Такова эволюция моральных идей у Бердяева. Исходное ее ядро есть моральный
идеализм, но тогда Бердяев, как мы видели, признавал, что хотя нравственный закон
не «от мира», но все же он «для мира». Однако дальше оказалось, что «нужно от
мира уйти» – и отсюда роковой дуализм в моральных построениях Бердяева. Воспевание
«творческой» морали, как мы видели, сначала поставило Бердяева в противоречие
с тайной искупления (которое, как мы видели, лишь «задерживает» (!) творчество),
а затем апофеоз творчества ведет к безразличию в отношении к реальности. Чистейший
романтизм у Бердяева ведет к презрению ко всякой «объективации» – и этим создается
неизбежно полная безвыходность данного тупика. Бердяев действительно запутался
в своих моральных исканиях именно в силу его презрения к реальному миру, который
лишь мешает нашему я...
5. Если мы обратимся к изучению религиозных идей Бердяева в их эволюции, мы
найдем тот же процесс.
Из автобиографии Бердяева мы узнаем, что он собственно не получил религиозного
воспитания в семье[49], а когда началось «духовное пробуждение», то не Библия,
– по собственному признанию Бердяева, – а Шопенгауэр запал ему в душу[50]. В более
позднее время, уже когда Бердяев отходил от марксизма, у него произошло настоящее
«обращение» к Церкви, но под знаком «нового религи-
727 ЧАСТЬ IV
озного сознания» и «неохристианства»[51]; Бердяев сразу же склонился к отвержению
«исторического христианства», ибо пришла «новая всемирно-историческая эпоха».

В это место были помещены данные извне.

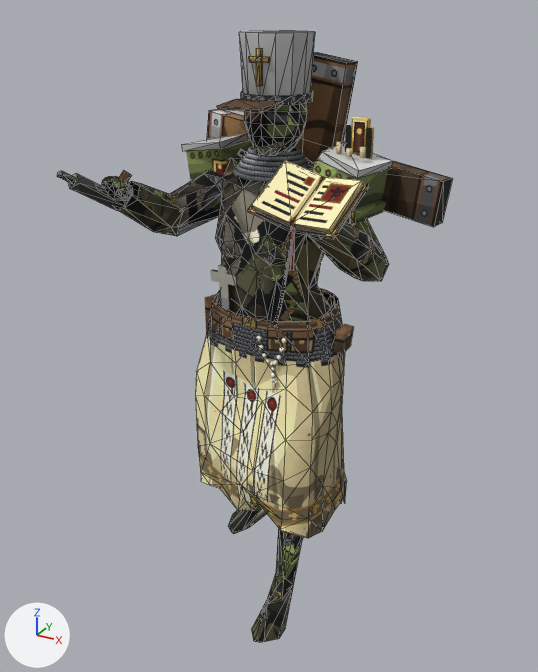
Renders of the glTF model client/assets/units/trench-cleric.glb from each side of a commit.
Both versions are drawn from a 50 mm camera at (0.697, -1.316, 1.238) aimed at (0.034, -0.111, 0.635). The axes (+X, +Y, +Z) are drawn at lower left. The lights are the same throughout. The picture after the commit comes second. Mesh edges are drawn as thin lines on the coarser meshes. Vertices at exactly the same position are counted once.

The older version as bpy lines, for what is in view:
```python
me_accent = bpy.data.meshes.new('Accent')
me_accent.from_pydata(...)  # 44 vertices, 76 faces; spans x -0.221..0.224, y -0.106..0.095, z 0.966..1.2
me_accent.materials.append(mat_accent)
me_back = bpy.data.meshes.new('Back')
me_back.from_pydata(...)  # 32 vertices, 48 faces; spans x -0.256..0.329, y -0.031..0.158, z 0.461..1.159
me_back.materials.append(mat_trench_clericback)  # picture img_trench_cleric_back
me_body = bpy.data.meshes.new('Body')
me_body.from_pydata(...)  # 562 vertices, 999 faces; spans x -0.251..0.25, y -0.287..0.151, z 0.0..1.102
me_body.materials.append(mat_trench_clericbody)  # picture img_trench_cleric_body
me_helmet = bpy.data.meshes.new('Helmet')
me_helmet.from_pydata(...)  # 52 vertices, 64 faces; spans x -0.061..0.071, y -0.148..0.052, z 1.073..1.175
me_helmet.materials.append(mat_trench_clerichelmet)  # picture img_trench_cleric_helmet
me_weapon2 = bpy.data.meshes.new('Weapon2')
me_weapon2.from_pydata(...)  # 78 vertices, 116 faces; spans x 0.049..0.263, y -0.292..-0.117, z 0.664..1.005
me_weapon2.materials.append(mat_trench_clericweapon2)  # picture img_trench_cleric_weapon2
ob_accent = bpy.data.objects.new('Accent', me_accent)
ob_accent.location = (0.0, 0.0, 0.0)
ob_back = bpy.data.objects.new('Back', me_back)
ob_back.location = (0.0, 0.0, 0.0)
ob_body = bpy.data.objects.new('Body', me_body)
ob_body.location = (0.0, 0.0, 0.0)
ob_helmet = bpy.data.objects.new('Helmet', me_helmet)
ob_helmet.location = (0.0, 0.0, 0.0)
ob_weapon2 = bpy.data.objects.new('Weapon2', me_weapon2)
ob_weapon2.location = (0.0, 0.0, 0.0)
# also in view: 'Weapon' at (-0.216, -0.298, 0.937); 'Chest' at (0.001, -0.027, 0.795); 'Robe' at (-0.012, -0.041, 0.433)
```
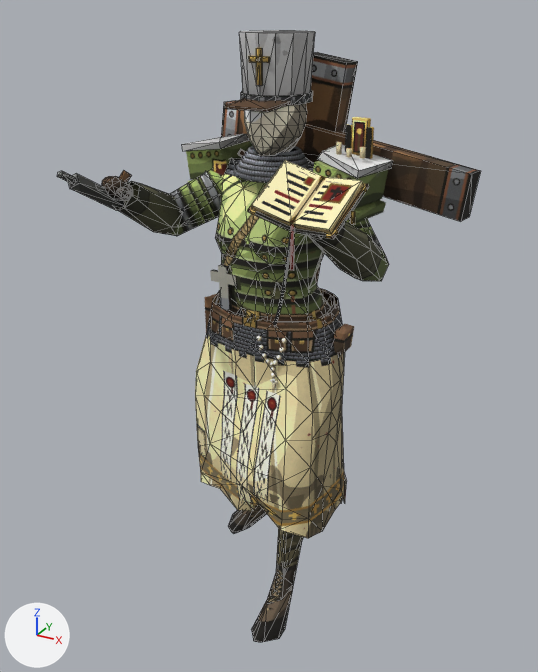
Where the change shows, as pixel boxes (x1, y1, x2, y2) in the pictures (538 x 672 px; the box of a moved part takes in the faces that stretch with it):
'Back', reshaped: before (207, 52, 453, 319); after (221, 52, 481, 319)
'Helmet', reshaped (8% narrower): before (217, 48, 313, 112); after (225, 48, 313, 112)
part 1 of me_body, surface changed: (102, 104, 389, 642) in both
part 3 of me_helmet, moved or reshaped: before (217, 99, 283, 112); after (225, 98, 291, 112)
part 4 of me_back, moved or reshaped: before (207, 109, 453, 227); after (221, 100, 481, 222)

Diff of the bpy script that builds the scene:
```diff
--- a/client/assets/units/trench-cleric.glb.py
+++ b/client/assets/units/trench-cleric.glb.py
@@ img_trench_cleric_accent @@
+img_trench_cleric_accent = load_image('trench-cleric-Accent', '_unpacked/trench-cleric-Accent', 512, 512, 'sRGB')
@@ mat_trench_clericaccent @@
+mat_trench_clericaccent = bpy.data.materials.new('trench-clericAccent')
+# uses the picture img_trench_cleric_accent
@@ me_body @@
 me_body.from_pydata(...)  # 562 vertices, 999 faces; spans x -0.251..0.25, y -0.287..0.151, z 0.0..1.102
 # used by ob_body; location = (0.0, 0.0, 0.0)
+# me_body part 1: 999 kept faces spanning x -0.251..0.25, y -0.287..0.151, z 0.0..1.102 get new texture (UV) coordinates
 me_body.materials.append(mat_trench_clericbody)
@@ me_accent @@
 me_accent.from_pydata(...)  # 44 vertices, 76 faces; spans x -0.221..0.224, y -0.106..0.095, z 0.966..1.2
 # used by ob_accent; location = (0.0, 0.0, 0.0)
-me_accent.materials.append(mat_accent)
+# me_accent part 2: texture (UV) coordinates changed
+me_accent.materials.append(mat_trench_clericaccent)
@@ me_helmet @@
 # used by ob_helmet; location = (0.0, 0.0, 0.0)
-me_helmet.from_pydata(...)  # 52 vertices, 64 faces; spans x -0.061..0.071, y -0.148..0.052, z 1.073..1.175
+me_helmet.from_pydata(...)  # 52 vertices, 64 faces; spans x -0.061..0.071, y -0.137..0.052, z 1.073..1.175
+# me_helmet part 3: the loose piece of 8 vertices spanning x -0.057..0.056, y -0.148..-0.1, z 1.073..1.089 is moved by (0.009, 0.012, 0.0)
 me_helmet.materials.append(mat_trench_clerichelmet)
@@ me_back @@
 # used by ob_back; location = (0.0, 0.0, 0.0)
-me_back.from_pydata(...)  # 32 vertices, 48 faces; spans x -0.256..0.329, y -0.031..0.158, z 0.461..1.159
+me_back.from_pydata(...)  # 32 vertices, 48 faces; spans x -0.2..0.385, y -0.031..0.133, z 0.461..1.159
+# me_back part 4: the loose piece of 8 vertices spanning x -0.256..0.329, y 0.018..0.158, z 0.862..1.032 is moved by (0.056, -0.025, 0.023)
 me_back.materials.append(mat_trench_clericback)
```

«Историческое» христианство он (вслед за Мережковским) воспринимает, как чисто
аскетическое, а для «человека нового религиозного сознания... нужно сочетание
язычества и христианства». Новые перспективы, которыми занят Бердяев, очень увлекательны:
«пространство и время должны исчезнуть», «будет "земля" преображенная...
вневременная и внепространственная»; государство есть «одно из диавольских искушений»,
«в апокалиптическом христианстве будет вмещено то, что не вмещалось историческим
христианством», «человекобожество, богоборчество, демонизм являются божественным
началом»[52]. Даже о «религиозном оргиазме» говорит Бердяев[53]. Несколько позже
идут уже более скромные и трезвые слова о том, что «новое религиозное сознание»
надо мыслить в «неразрывной связи со святыней и священством»; Бердяев уже «не
хочет в области священной человеческого самомнения». Бердяев, впрочем, ожидает
«глубочайшей революции», верит, что в мир входит новый религиозный принцип, что
наступает время «теургического искусства, преображающего бытие»[54]. В интересной
книге «Философия свободы» узнаем, что «философия не может обойтись без религии»,
что она должна быть «органической функцией религиозной жизни» и даже «должна быть
церковной». О Церкви Бердяев пишет здесь, что она есть «душа мира», соединившаяся
с Логосом. Знание оказывается «формой веры». В духе Баадера, влияние которого
здесь очень чувствуется, Бердяев считает, что «законы логики – болезнь бытия»:
индивидуальный разум ниже разума церковного, а «категории, над которыми рефлектирует
гносеология, имеют своим источником грех»; «смысл истории – в искуплении греха».
Даже так далеко идет Бердяев в этой книге (являющейся вершиной его внимания к
Церкви), что считает теперь, что «обновление христианства» состоит не в синтезе
с язычеством, а наоборот— в освобождении христианства от языческого быта»[55].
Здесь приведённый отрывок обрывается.